Hacker News new | ask | show | jobs
by cvoss 605 days ago
> What’s a more realistic scenario here? Your manager stands up to their entire chain of command...

She should try, at the very least. Otherwise you have a bad manager. Your manager's job is to look out for what's best for the team, not to answer to a chain of command. This isn't the military.

If any employee, at any level, can't have a constructive conversation with the level above about what the level above has gotten wrong, you have a busted company culture.

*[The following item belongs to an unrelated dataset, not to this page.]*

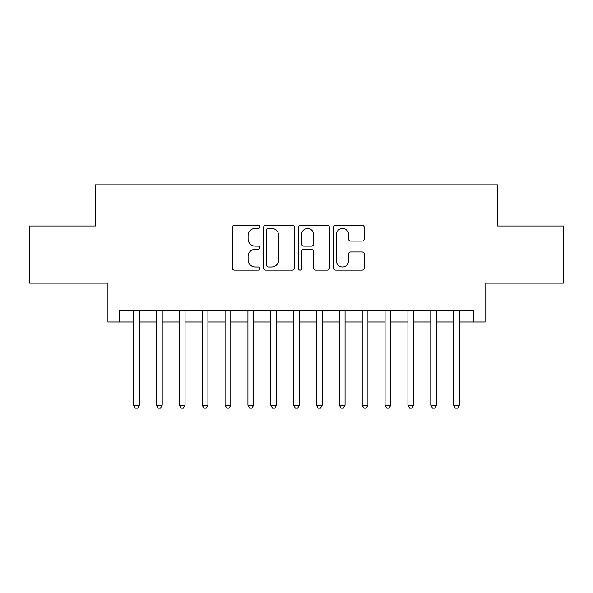 <?xml version="1.0" encoding="UTF-8"?>
<svg xmlns="http://www.w3.org/2000/svg" width="593" height="593" viewBox="0 0 593 593"><rect width="100%" height="100%" fill="white"/><g stroke="black" fill="none" stroke-linecap="round" stroke-linejoin="round"><path stroke-width="0.89" d="M259.934 226.837A1.571 1.571 0 0 0 258.363 225.266L234.524 225.266A2.246 2.246 0 0 0 232.278 227.512L232.278 267.895A2.246 2.246 0 0 0 234.524 270.134L258.363 270.134A1.571 1.571 0 0 0 259.934 268.57A1.571 1.571 0 0 0 258.363 266.998L255.272 266.998A7.183 7.183 0 0 1 248.096 259.816L248.096 256.45A7.183 7.183 0 0 1 255.272 249.275L258.363 249.275A1.571 1.571 0 0 0 259.934 247.704A1.571 1.571 0 0 0 258.363 246.132L255.272 246.132A7.183 7.183 0 0 1 248.096 238.949L248.096 235.584A7.183 7.183 0 0 1 255.272 228.409L258.363 228.409A1.571 1.571 0 0 0 259.934 226.837M362.064 241.084A2.246 2.246 0 0 0 364.31 238.838L364.31 227.512A2.246 2.246 0 0 0 362.064 225.266L335.594 225.266A2.246 2.246 0 0 0 333.348 227.512L333.348 267.895A2.246 2.246 0 0 0 335.594 270.134L362.064 270.134A2.246 2.246 0 0 0 364.31 267.895L364.31 254.204A2.246 2.246 0 0 0 362.064 251.966L350.737 251.966A2.246 2.246 0 0 0 348.491 254.204L348.491 260.994A6.004 6.004 0 0 1 342.495 266.998A6.004 6.004 0 0 1 336.49 260.994L336.49 234.405A6.004 6.004 0 0 1 342.495 228.409A6.004 6.004 0 0 1 348.491 234.405L348.491 238.838A2.246 2.246 0 0 0 350.737 241.084L362.064 241.084M119.363 321.984L119.363 310.554L473.637 310.554L473.637 321.984L485.067 321.984L485.067 283.128L563.35 283.128L563.35 225.985L497.638 225.985L497.638 184.846L95.362 184.846L95.362 225.985L29.65 225.985L29.65 283.128L107.933 283.128L107.933 321.984L133.647 321.984M294.536 227.512A2.246 2.246 0 0 0 292.29 225.266L265.82 225.266A2.246 2.246 0 0 0 263.574 227.512L263.574 267.895A2.246 2.246 0 0 0 265.82 270.134L292.29 270.134A2.246 2.246 0 0 0 294.536 267.895L294.536 227.512M300.71 225.266L327.18 225.266A2.246 2.246 0 0 1 329.426 227.512L329.426 267.895A2.246 2.246 0 0 1 327.18 270.134L315.854 270.134A2.246 2.246 0 0 1 313.608 267.895L313.608 251.514A2.246 2.246 0 0 0 311.362 249.275L303.846 249.275A2.246 2.246 0 0 0 301.607 251.514L301.607 268.57A1.571 1.571 0 0 1 300.036 270.134A1.571 1.571 0 0 1 298.464 268.57L298.464 227.512A2.246 2.246 0 0 1 300.71 225.266M139.362 321.984L156.5 321.984M162.215 321.984L179.36 321.984M185.075 321.984L202.22 321.984M207.928 321.984L225.073 321.984M230.788 321.984L247.933 321.984M253.641 321.984L270.786 321.984M276.501 321.984L293.646 321.984M299.354 321.984L316.499 321.984M322.214 321.984L339.359 321.984M345.067 321.984L362.212 321.984M367.927 321.984L385.072 321.984M390.78 321.984L407.925 321.984M413.64 321.984L430.785 321.984M436.5 321.984L453.638 321.984M459.353 321.984L473.637 321.984M268.288 228.409A1.571 1.571 0 0 0 266.717 229.98L266.717 265.427A1.571 1.571 0 0 0 268.288 266.998L271.542 266.998A7.183 7.183 0 0 0 278.717 259.816L278.717 235.584A7.183 7.183 0 0 0 271.542 228.409L268.288 228.409M313.608 234.524A6.004 6.004 0 0 0 307.604 228.52A6.004 6.004 0 0 0 301.607 234.524L301.607 243.886A2.246 2.246 0 0 0 303.846 246.132L311.362 246.132A2.246 2.246 0 0 0 313.608 243.886L313.608 234.524M139.362 310.554L139.362 405.182L133.647 405.182L133.647 310.554M139.362 405.182L137.65 408.154L135.36 408.154L133.647 405.182M162.215 310.554L162.215 405.182L156.5 405.182L156.5 310.554M162.215 405.182L160.503 408.154L158.22 408.154L156.5 405.182M185.075 310.554L185.075 405.182L179.36 405.182L179.36 310.554M185.075 405.182L183.363 408.154L181.073 408.154L179.36 405.182M207.928 310.554L207.928 405.182L202.22 405.182L202.22 310.554M207.928 405.182L206.216 408.154L203.933 408.154L202.22 405.182M230.788 310.554L230.788 405.182L225.073 405.182L225.073 310.554M230.788 405.182L229.076 408.154L226.785 408.154L225.073 405.182M253.641 310.554L253.641 405.182L247.933 405.182L247.933 310.554M253.641 405.182L251.929 408.154L249.646 408.154L247.933 405.182M276.501 310.554L276.501 405.182L270.786 405.182L270.786 310.554M276.501 405.182L274.789 408.154L272.498 408.154L270.786 405.182M299.354 310.554L299.354 405.182L293.646 405.182L293.646 310.554M299.354 405.182L297.642 408.154L295.358 408.154L293.646 405.182M322.214 310.554L322.214 405.182L316.499 405.182L316.499 310.554M322.214 405.182L320.502 408.154L318.211 408.154L316.499 405.182M345.067 310.554L345.067 405.182L339.359 405.182L339.359 310.554M345.067 405.182L343.354 408.154L341.071 408.154L339.359 405.182M367.927 310.554L367.927 405.182L362.212 405.182L362.212 310.554M367.927 405.182L366.215 408.154L363.924 408.154L362.212 405.182M390.78 310.554L390.78 405.182L385.072 405.182L385.072 310.554M390.78 405.182L389.067 408.154L386.784 408.154L385.072 405.182M413.64 310.554L413.64 405.182L407.925 405.182L407.925 310.554M413.64 405.182L411.927 408.154L409.637 408.154L407.925 405.182M436.5 310.554L436.5 405.182L430.785 405.182L430.785 310.554M436.5 405.182L434.78 408.154L432.497 408.154L430.785 405.182M459.353 310.554L459.353 405.182L453.638 405.182L453.638 310.554M459.353 405.182L457.64 408.154L455.35 408.154L453.638 405.182"/></g></svg>

Remember, you, the IC, are supposed to be the expert at your programming job. Your manager doesn't have that expertise, but she is supposed to be the expert at understanding what you're up to. Her manager doesn't have that expertise, so the second line manager should depend on your manager for that information, rather than dictate down manifestly inadequate productivity measures.

4 comments

>> Your manager's job is to look out for what's best for the team, not to answer to a chain of command. This isn't the military.

Aside from the naïve understanding of military culture, an organization full of managers looking only to promote and protect their teams is equally unhealthy. Dilbert spoke of "battling business units" whereby each team fought against one another to promote themselves. Not good. A manager must represent their team upwards to the higher chain, but must also represents the higher chain downwards. It is always two-way conversation.

Additionally, if your organization doesn't have the kind of culture where managers do this, then you should get out as soon as you can. It is the kind of place that doesn't value quality because quality is too hard to measure. Start looking for a different place and don't stop looking until you do.
A police officer sees a drunkard under a streetlamp and asks him what is the matter. He says that he dropped his keys, and the officer asks him where he dropped them. He points off to the side and says that he dropped them over there, but "the light is better here".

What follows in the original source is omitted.